The problem> From the entries below, return every line that includes the word "faces".

*** Opening Supplied records ***

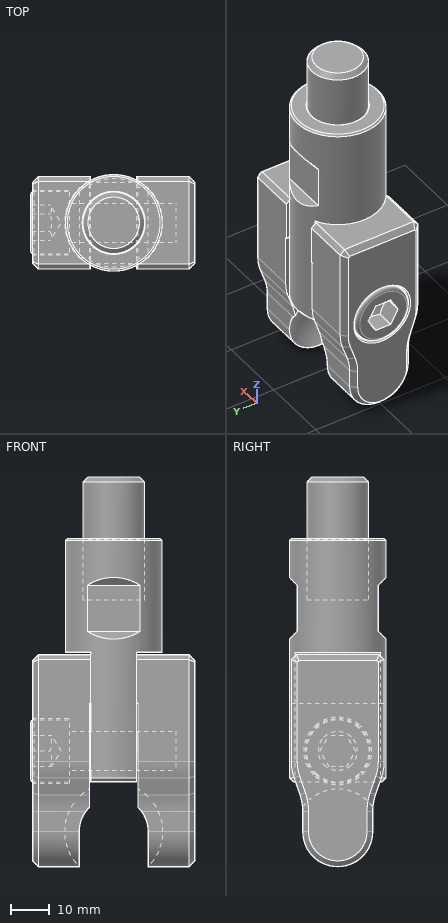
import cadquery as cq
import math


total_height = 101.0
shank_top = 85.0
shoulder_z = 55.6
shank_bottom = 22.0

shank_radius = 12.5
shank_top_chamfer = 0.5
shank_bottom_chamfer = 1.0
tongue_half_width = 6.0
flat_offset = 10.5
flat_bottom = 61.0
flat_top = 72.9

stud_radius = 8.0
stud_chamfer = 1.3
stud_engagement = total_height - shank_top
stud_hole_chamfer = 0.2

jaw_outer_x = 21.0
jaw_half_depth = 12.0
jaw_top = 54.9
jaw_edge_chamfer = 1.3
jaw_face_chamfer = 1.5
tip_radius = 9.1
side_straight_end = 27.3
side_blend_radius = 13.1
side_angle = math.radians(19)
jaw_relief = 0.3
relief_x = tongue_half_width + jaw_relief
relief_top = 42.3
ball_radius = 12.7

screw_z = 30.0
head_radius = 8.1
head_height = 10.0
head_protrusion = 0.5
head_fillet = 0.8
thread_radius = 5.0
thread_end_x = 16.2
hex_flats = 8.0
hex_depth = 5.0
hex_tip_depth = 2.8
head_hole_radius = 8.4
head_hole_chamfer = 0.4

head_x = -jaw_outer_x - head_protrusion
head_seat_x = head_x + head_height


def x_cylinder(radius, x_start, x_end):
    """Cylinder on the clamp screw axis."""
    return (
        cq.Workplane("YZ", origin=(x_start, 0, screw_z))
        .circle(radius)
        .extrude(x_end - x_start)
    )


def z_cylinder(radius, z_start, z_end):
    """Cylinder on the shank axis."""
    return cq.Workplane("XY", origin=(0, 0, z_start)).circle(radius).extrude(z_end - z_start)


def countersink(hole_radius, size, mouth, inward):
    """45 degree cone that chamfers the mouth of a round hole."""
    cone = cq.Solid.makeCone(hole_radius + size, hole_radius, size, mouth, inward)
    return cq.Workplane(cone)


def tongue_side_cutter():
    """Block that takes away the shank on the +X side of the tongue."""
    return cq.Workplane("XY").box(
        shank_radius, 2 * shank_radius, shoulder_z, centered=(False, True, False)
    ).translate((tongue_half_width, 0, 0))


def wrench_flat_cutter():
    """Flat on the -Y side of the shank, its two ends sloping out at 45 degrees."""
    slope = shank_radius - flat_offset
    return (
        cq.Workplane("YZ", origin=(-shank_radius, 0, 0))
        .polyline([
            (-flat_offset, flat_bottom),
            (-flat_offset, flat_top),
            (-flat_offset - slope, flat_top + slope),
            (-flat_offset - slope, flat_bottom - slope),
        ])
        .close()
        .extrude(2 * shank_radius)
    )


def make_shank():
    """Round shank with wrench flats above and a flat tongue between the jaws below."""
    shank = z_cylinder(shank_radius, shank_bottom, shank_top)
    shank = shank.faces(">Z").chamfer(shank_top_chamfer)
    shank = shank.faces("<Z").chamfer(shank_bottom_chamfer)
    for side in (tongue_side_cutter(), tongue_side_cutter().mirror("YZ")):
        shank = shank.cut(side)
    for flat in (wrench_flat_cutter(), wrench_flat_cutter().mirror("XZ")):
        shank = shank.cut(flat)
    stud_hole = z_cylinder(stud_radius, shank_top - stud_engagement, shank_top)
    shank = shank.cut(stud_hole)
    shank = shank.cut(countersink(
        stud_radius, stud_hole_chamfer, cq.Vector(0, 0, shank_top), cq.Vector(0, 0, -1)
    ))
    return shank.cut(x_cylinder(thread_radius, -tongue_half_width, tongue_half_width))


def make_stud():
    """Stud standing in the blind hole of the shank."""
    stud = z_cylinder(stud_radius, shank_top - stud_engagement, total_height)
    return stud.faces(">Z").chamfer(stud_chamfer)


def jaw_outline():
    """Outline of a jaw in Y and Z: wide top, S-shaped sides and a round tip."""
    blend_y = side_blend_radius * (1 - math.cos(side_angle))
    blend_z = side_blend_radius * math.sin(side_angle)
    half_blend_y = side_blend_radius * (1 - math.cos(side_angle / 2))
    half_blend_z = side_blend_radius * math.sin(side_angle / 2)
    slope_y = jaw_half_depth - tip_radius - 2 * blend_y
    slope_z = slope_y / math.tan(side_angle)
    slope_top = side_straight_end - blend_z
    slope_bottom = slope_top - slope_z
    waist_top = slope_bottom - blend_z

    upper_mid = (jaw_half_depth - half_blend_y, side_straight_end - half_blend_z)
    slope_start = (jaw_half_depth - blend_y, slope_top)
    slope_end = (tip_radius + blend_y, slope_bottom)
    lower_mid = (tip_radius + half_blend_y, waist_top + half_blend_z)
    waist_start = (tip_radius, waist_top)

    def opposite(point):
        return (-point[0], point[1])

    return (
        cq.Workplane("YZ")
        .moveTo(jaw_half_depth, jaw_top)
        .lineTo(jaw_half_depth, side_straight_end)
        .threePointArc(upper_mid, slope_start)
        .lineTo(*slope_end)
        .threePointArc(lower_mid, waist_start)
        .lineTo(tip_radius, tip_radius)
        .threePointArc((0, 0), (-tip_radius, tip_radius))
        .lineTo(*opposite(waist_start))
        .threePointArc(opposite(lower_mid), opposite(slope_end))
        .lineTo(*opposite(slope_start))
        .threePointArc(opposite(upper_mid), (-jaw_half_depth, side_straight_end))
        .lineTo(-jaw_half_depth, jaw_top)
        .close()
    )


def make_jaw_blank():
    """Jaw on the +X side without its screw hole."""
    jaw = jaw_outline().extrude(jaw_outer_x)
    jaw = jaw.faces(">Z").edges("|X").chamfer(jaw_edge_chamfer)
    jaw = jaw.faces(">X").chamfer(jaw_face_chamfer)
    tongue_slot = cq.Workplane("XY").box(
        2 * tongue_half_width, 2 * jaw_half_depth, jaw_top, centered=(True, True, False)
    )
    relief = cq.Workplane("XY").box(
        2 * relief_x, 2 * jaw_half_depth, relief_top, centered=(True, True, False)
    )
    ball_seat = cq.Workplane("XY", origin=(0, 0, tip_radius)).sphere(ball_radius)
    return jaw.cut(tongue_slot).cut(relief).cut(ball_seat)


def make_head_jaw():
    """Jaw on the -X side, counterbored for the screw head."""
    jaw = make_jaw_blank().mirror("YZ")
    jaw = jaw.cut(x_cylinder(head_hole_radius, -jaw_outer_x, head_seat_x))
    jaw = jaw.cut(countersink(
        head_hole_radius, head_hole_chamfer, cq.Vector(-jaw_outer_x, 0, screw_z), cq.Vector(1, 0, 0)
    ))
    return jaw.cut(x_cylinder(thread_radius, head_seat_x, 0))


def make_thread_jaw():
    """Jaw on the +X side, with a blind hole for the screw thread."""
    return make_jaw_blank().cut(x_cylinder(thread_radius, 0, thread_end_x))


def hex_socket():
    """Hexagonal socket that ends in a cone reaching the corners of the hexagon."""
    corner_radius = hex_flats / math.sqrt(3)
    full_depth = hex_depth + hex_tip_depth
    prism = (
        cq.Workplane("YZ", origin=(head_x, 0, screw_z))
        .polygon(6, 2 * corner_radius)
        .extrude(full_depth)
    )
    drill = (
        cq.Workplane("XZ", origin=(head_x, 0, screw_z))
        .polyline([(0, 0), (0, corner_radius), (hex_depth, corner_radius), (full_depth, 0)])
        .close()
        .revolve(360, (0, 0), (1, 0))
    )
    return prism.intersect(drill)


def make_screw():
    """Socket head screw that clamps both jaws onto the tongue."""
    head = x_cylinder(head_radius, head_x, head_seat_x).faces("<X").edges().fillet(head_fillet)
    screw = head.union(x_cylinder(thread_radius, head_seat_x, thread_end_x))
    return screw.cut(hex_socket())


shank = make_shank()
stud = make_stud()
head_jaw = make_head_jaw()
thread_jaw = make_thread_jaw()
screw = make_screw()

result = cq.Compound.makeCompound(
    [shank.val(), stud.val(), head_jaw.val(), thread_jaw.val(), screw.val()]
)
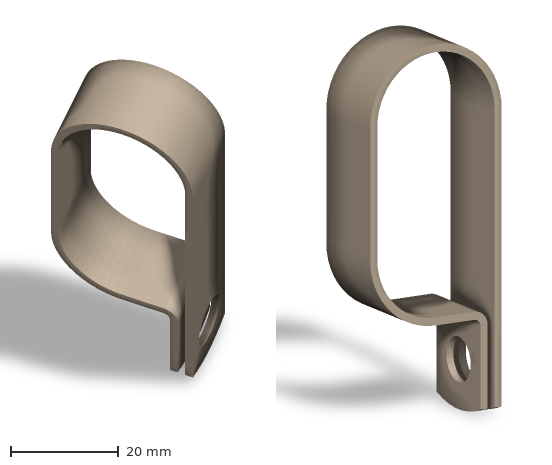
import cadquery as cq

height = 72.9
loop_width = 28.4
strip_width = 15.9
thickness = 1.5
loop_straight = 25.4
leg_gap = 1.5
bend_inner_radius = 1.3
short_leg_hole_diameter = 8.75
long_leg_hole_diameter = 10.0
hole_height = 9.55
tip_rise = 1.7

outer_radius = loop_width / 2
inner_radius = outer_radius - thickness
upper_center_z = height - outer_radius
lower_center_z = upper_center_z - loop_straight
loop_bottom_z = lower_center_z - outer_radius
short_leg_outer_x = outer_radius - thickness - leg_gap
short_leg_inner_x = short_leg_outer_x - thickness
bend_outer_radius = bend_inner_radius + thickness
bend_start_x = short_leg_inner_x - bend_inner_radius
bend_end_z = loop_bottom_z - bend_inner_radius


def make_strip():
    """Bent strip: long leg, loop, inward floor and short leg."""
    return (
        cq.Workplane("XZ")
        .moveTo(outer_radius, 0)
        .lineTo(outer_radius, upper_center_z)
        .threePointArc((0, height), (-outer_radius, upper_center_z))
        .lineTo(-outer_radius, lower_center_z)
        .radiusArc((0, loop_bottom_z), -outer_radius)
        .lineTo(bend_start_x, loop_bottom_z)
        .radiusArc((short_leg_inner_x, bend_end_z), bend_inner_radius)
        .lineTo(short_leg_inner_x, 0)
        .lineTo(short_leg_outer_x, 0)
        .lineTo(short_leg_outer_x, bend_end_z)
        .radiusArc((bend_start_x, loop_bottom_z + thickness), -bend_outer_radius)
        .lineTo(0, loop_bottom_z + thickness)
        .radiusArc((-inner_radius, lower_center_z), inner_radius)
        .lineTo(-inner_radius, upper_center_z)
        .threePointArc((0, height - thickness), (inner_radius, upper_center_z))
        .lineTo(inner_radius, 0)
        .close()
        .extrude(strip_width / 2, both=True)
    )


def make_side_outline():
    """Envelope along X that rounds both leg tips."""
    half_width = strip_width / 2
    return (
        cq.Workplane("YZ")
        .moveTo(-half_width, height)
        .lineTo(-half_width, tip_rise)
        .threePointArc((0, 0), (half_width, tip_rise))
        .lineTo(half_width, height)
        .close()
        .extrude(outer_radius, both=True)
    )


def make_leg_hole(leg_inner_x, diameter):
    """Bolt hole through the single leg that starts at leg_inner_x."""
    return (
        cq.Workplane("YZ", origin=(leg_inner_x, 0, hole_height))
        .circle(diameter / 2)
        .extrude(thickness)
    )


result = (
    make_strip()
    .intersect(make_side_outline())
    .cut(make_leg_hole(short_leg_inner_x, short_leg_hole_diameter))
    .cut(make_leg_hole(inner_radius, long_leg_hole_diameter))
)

*** Closing Supplied records ***

Result for this exercise>
    shank = shank.faces(">Z").chamfer(shank_top_chamfer)
    shank = shank.faces("<Z").chamfer(shank_bottom_chamfer)
    return stud.faces(">Z").chamfer(stud_chamfer)
    jaw = jaw.faces(">Z").edges("|X").chamfer(jaw_edge_chamfer)
    jaw = jaw.faces(">X").chamfer(jaw_face_chamfer)
    head = x_cylinder(head_radius, head_x, head_seat_x).faces("<X").edges().fillet(head_fillet)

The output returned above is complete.